▸ What you are asked to do: All that is needed is each line of the entries holding the word "type", copied as it stands.

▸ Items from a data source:
--*--

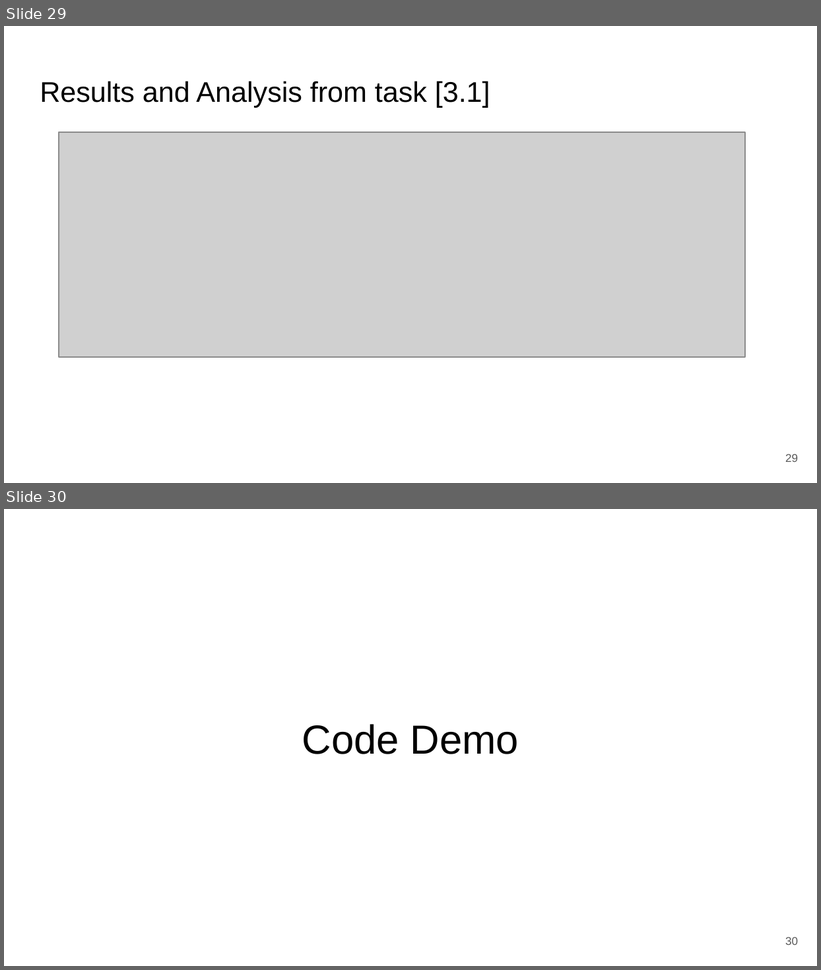
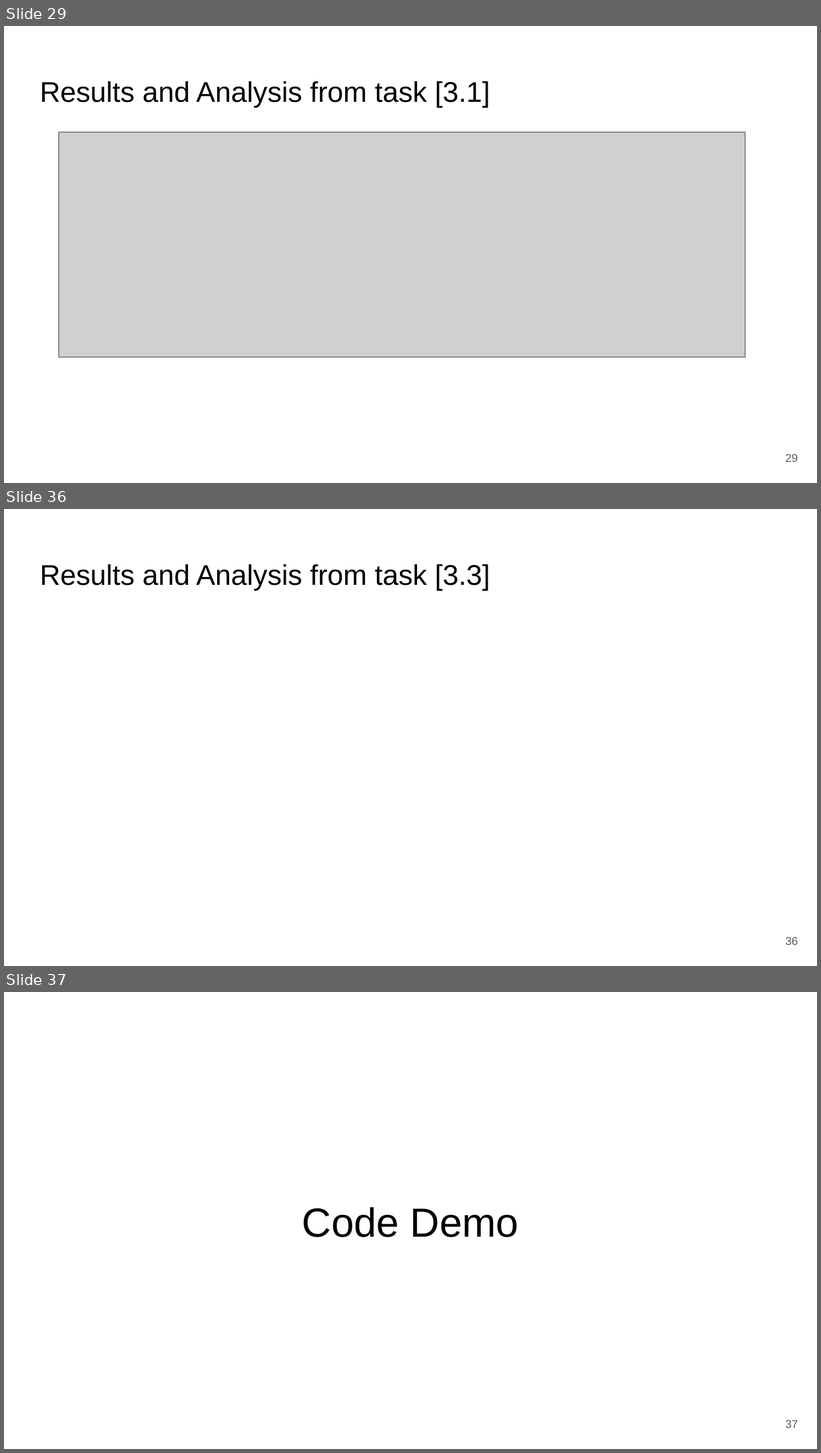
Before and after one commit to zepedrocosta/AA-Projeto2, a slide deck: Slides.pptx. Shown one above the other, each under a label of ours: slides 29 and 30 before the commit, slides 29, 36 and 37 after it; the slides between them are not shown. The pictures are 821x970 and 821x1453 pixels, drawn with LibreOffice and Linux fonts; fonts in the diff are those of the drawing; grey boxes stand for pictures. Boxes give left, top, right and bottom in pixels: in the first picture for what was removed or moved away, otherwise in the second. Text is boxed around its words. In the diff, an @@ line names an element or a change of style, - is before the commit and + after.

Commit message:
task 3.3 documentation

```diff
--- a/Slides.pptx
+++ b/Slides.pptx
@@ slide 36 added at bbox=[4, 509, 817, 966], background #FFFFFF @@
@@ title added at bbox=[40, 564, 490, 590], 25.2 pt, text #000000 @@
+Results and Analysis from task [3.3]
@@ page number added at bbox=[785, 937, 798, 945], 10 pt, text #595959 @@
+36
@@ what was slide 30 is now slide 37 @@
@@ page number at bbox=[785, 1420, 798, 1428]: text changed @@
-30
+37
```
Also in this commit, not shown: 6 other slides added, 1 other file.
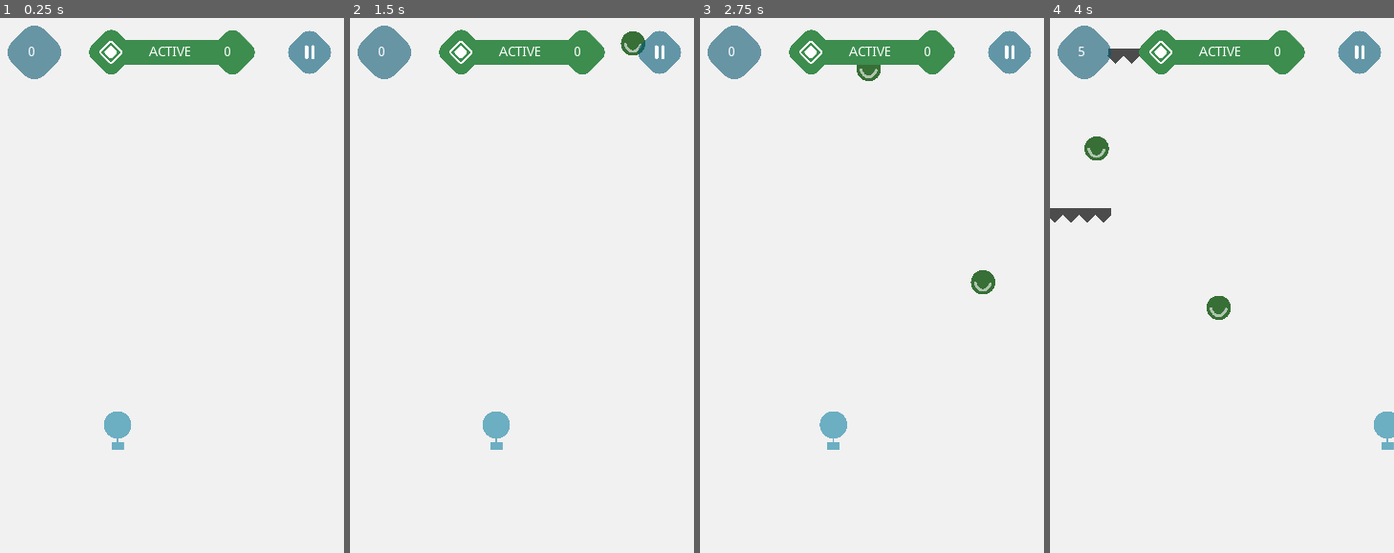
Above: before the commit, frames 1-4 (left to right).
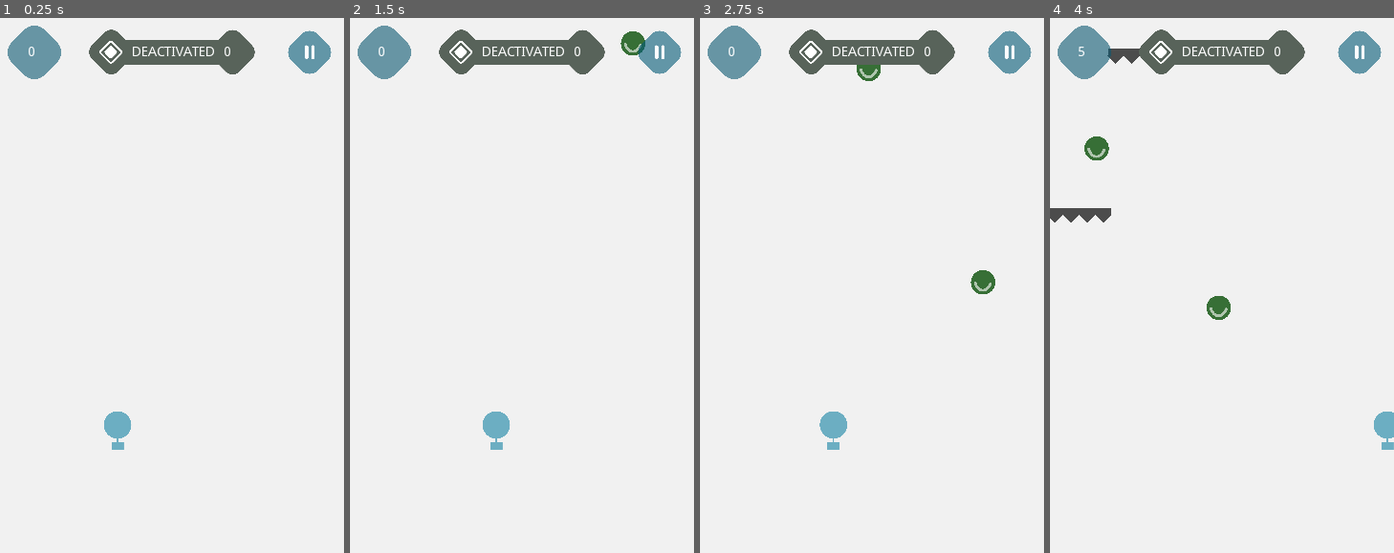
Above: after the commit, the same moments.

Repository: efenstakes/psnn
Game: Godot game, scene res://scenes/PSNN.tscn
The game is run twice, just before and just after one commit, with the same random seed, the same clock (stepped at 60 frames per second) and the same inputs.
Inputs (mouse positions are in pixels of both pictures, inside the frame that each line leads up to):
- Up to frame 1 (0.25 s): no input
- Up to frame 2 (1.5 s): click (659, 50) at 0.5 s; tap Enter at 1.25 s; hold Right (ui_right) from 1.28 s (still down)
- Up to frame 3 (2.75 s): release Right (ui_right) at 2.03 s; hold Left (ui_left) from 2.03 s (still down)
- Up to frame 4 (4 s): release Left (ui_left) at 2.78 s; hold Right (ui_right) from 2.78 s (still down)

The runs differ from the first frame. In frame 1, 2.4% of the frame differs, in the area x 25-75%, y 2-11%; in frame 2, 2.4%; in frame 3, 2.4%; in frame 4, 2.4%.

Commit message:
add timers and shield indicator & logic to activate & deactivate it

Diff:
--- a/scenes/HUD.tscn
+++ b/scenes/HUD.tscn
@@ -57,13 +57,13 @@
 }
 
 [node name="status" type="Label" parent="VBoxContainer/HBoxContainer/Sheld"]
-margin_left = 88.0
+margin_left = 70.0
 margin_top = 21.0
-margin_right = 132.0
+margin_right = 157.0
 margin_bottom = 35.0
 size_flags_horizontal = 5
 size_flags_vertical = 5
-text = "ACTIVE"
+text = "DEACTIVATED"
 align = 1
 valign = 1
 __meta__ = {
@@ -95,4 +95,14 @@
 expand = true
 stretch_mode = 5
 
+[node name="ActivateSheldAfterTimer" type="Timer" parent="VBoxContainer"]
+wait_time = 10.0
+
+[node name="DeactivateSheldAfterTimer" type="Timer" parent="VBoxContainer"]
+
+[node name="ShieldLifeTimer" type="Timer" parent="VBoxContainer"]
+
 [connection signal="pressed" from="VBoxContainer/HBoxContainer/PauseResume" to="." method="_on_TextureButton_pressed"]
+[connection signal="timeout" from="VBoxContainer/ActivateSheldAfterTimer" to="." method="_on_ActivateSheldAfterTimer_timeout"]
+[connection signal="timeout" from="VBoxContainer/DeactivateSheldAfterTimer" to="." method="_on_DeactivateSheldAfterTimer_timeout"]
+[connection signal="timeout" from="VBoxContainer/ShieldLifeTimer" to="." method="_on_ShieldLifeTimer_timeout"]
--- a/scripts/HUD.gd
+++ b/scripts/HUD.gd
@@ -4,12 +4,27 @@
 onready var ScoreLabel := $VBoxContainer/HBoxContainer/ScoreContainer/Score
 onready var PauseResumeButton: TextureButton = $VBoxContainer/HBoxContainer/PauseResume
 
+onready var Shield := $VBoxContainer/HBoxContainer/Sheld
+onready var ShieldLifeLabel := $VBoxContainer/HBoxContainer/Sheld/RemainingTime
+onready var ShieldStatusLabel := $VBoxContainer/HBoxContainer/Sheld/status
+
+
+onready var ActivateShieldAfterTimer := $VBoxContainer/ActivateSheldAfterTimer
+onready var DeactivateSheldAfterTimer := $VBoxContainer/DeactivateSheldAfterTimer
+onready var ShieldLifeSoFarTimer := $VBoxContainer/ShieldLifeTimer
 
 
 onready var PauseTexture := load("res://assets/pause_button.png")
 onready var ResumeTexture := load("res://assets/play_button.png")
+onready var ActiveTexture := load("res://assets/shield_indicator.png")
+onready var InActiveTexture := load("res://assets/shield_indicator_inactive.png")
 
 
+
+var deactivate_after : int = 0
+var last_time_out_after : int = 10
+
+var deactivated_color := Color( 1, .6, .6, .8 )
 
 
 # Called when the node enters the scene tree for the first time.
@@ -19,33 +34,29 @@
 	PauseResumeButton.texture_normal = PauseTexture
 	EventManager.connect("new_score", self, "_on_NewScore")
 	EventManager.connect("new_game", self, "_on_NewGame")
-
+	last_time_out_after = int(rand_range(15, 32))
+	ActivateShieldAfterTimer.start(last_time_out_after)
+	#Shield.modulate = deactivated_color
+	Shield.texture = InActiveTexture
 
 func _on_NewGame(score):
-	print("new game in HUD")
+	#print("new game in HUD")
 	ScoreLabel.text = str( 0 )
 
 func _on_NewScore(score):
-	print("new score _on_NewScore in HUD")
+	#print("new score _on_NewScore in HUD")
 	ScoreLabel.text = str( score )
 
 
 
-#func _process(delta):
-#	if Input.is_action_just_pressed("ui_cancel"):
-#		if get_tree().paused:
-#			GameManager.unpause_game()
-#		else:
-#			GameManager.unpause_game()
-#
 func _unhandled_input(event):
 	if Input.is_action_just_pressed("ui_cancel") and get_tree().paused:
-		print("unpause ui_cancel")
+		#print("unpause ui_cancel")
 		GameManager.unpause_game()
 		get_tree().paused = false
 		PauseResumeButton.texture_normal = PauseTexture
 	if Input.is_action_just_pressed("ui_cancel") and !get_tree().paused:
-		print("pause ui_cancel")
+		#print("pause ui_cancel")
 		GameManager.pause_game()
 		PauseResumeButton.texture_normal = ResumeTexture
 
@@ -53,10 +64,80 @@
 
 func _on_TextureButton_pressed():
 	if get_tree().paused:
-		print("ResumeTexture")
+		#print("ResumeTexture")
 		PauseResumeButton.texture_normal = PauseTexture
 		GameManager.unpause_game()
 	else:
-		print("PauseTexture")
+		#print("PauseTexture")
 		PauseResumeButton.texture_normal = ResumeTexture
 		GameManager.pause_game()
+
+
+
+# emit sheild_activated_event
+# start sheidl life to start counting how long we have till sheidl goes down
+# start deactivate shield timer to know when to deactivate shield
+# set new deactivate_after time
+func _on_ActivateSheldAfterTimer_timeout():
+	# stop the ActivateSheldAfterTimer till someone starts it
+	ActivateShieldAfterTimer.stop()
+
+	# emit sheild_activated_event
+	EventManager.sheild_activated_event()
+
+	# set new deactivate_after time
+	deactivate_after = int(rand_range(4, 7))
+
+	print("deactivate_after "+ str(deactivate_after))
+
+	#start sheidl life to start counting how long we have till sheidl goes down
+	ShieldLifeSoFarTimer.start()
+
+	# start deactivate shield timer to know when to deactivate shield
+	DeactivateSheldAfterTimer.start(deactivate_after)
+
+	ShieldStatusLabel.text = "ACTIVATED"
+
+	# set color
+	#Shield.modulate = Color( 1, 1, 1, 1 )
+	Shield.texture = ActiveTexture
+
+
+# stop ShieldLifeSoFarTimer
+# reset deactivate_after to 0
+# set ShieldStatusLabel to disabled
+# set ShieldRemainingLifeLabel to 0
+# emit	EventManager.sheild_deactivated_event()
+# start ActivateShieldAfterTimer
+func _on_DeactivateSheldAfterTimer_timeout():
+	# stop ShieldLifeSoFarTimer
+	ShieldLifeSoFarTimer.stop()
+
+	# reset deactivate_after to 0
+	deactivate_after = 0
+
+	# emit sheild_deactivated_event
+	EventManager.sheild_deactivated_event()
+
+	last_time_out_after += last_time_out_after * 0.25
+
+	# start
+	ActivateShieldAfterTimer.start(int(rand_range(last_time_out_after, last_time_out_after*0.5)))
+
+	# stop deactivation timer
+	DeactivateSheldAfterTimer.stop()
+
+	# reset labels
+	ShieldLifeLabel.text = "0"
+	ShieldStatusLabel.text = "DEACTIVATED"
+
+	print("deactivate")
+
+	#Shield.modulate = deactivated_color
+
+	Shield.texture = InActiveTexture
+
+
+func _on_ShieldLifeTimer_timeout():
+	deactivate_after -= 1
+	ShieldLifeLabel.text = str( deactivate_after )

--*--

▸ Exercise answer:
 [node name="status" type="Label" parent="VBoxContainer/HBoxContainer/Sheld"]
+[node name="ActivateSheldAfterTimer" type="Timer" parent="VBoxContainer"]
+[node name="DeactivateSheldAfterTimer" type="Timer" parent="VBoxContainer"]
+[node name="ShieldLifeTimer" type="Timer" parent="VBoxContainer"]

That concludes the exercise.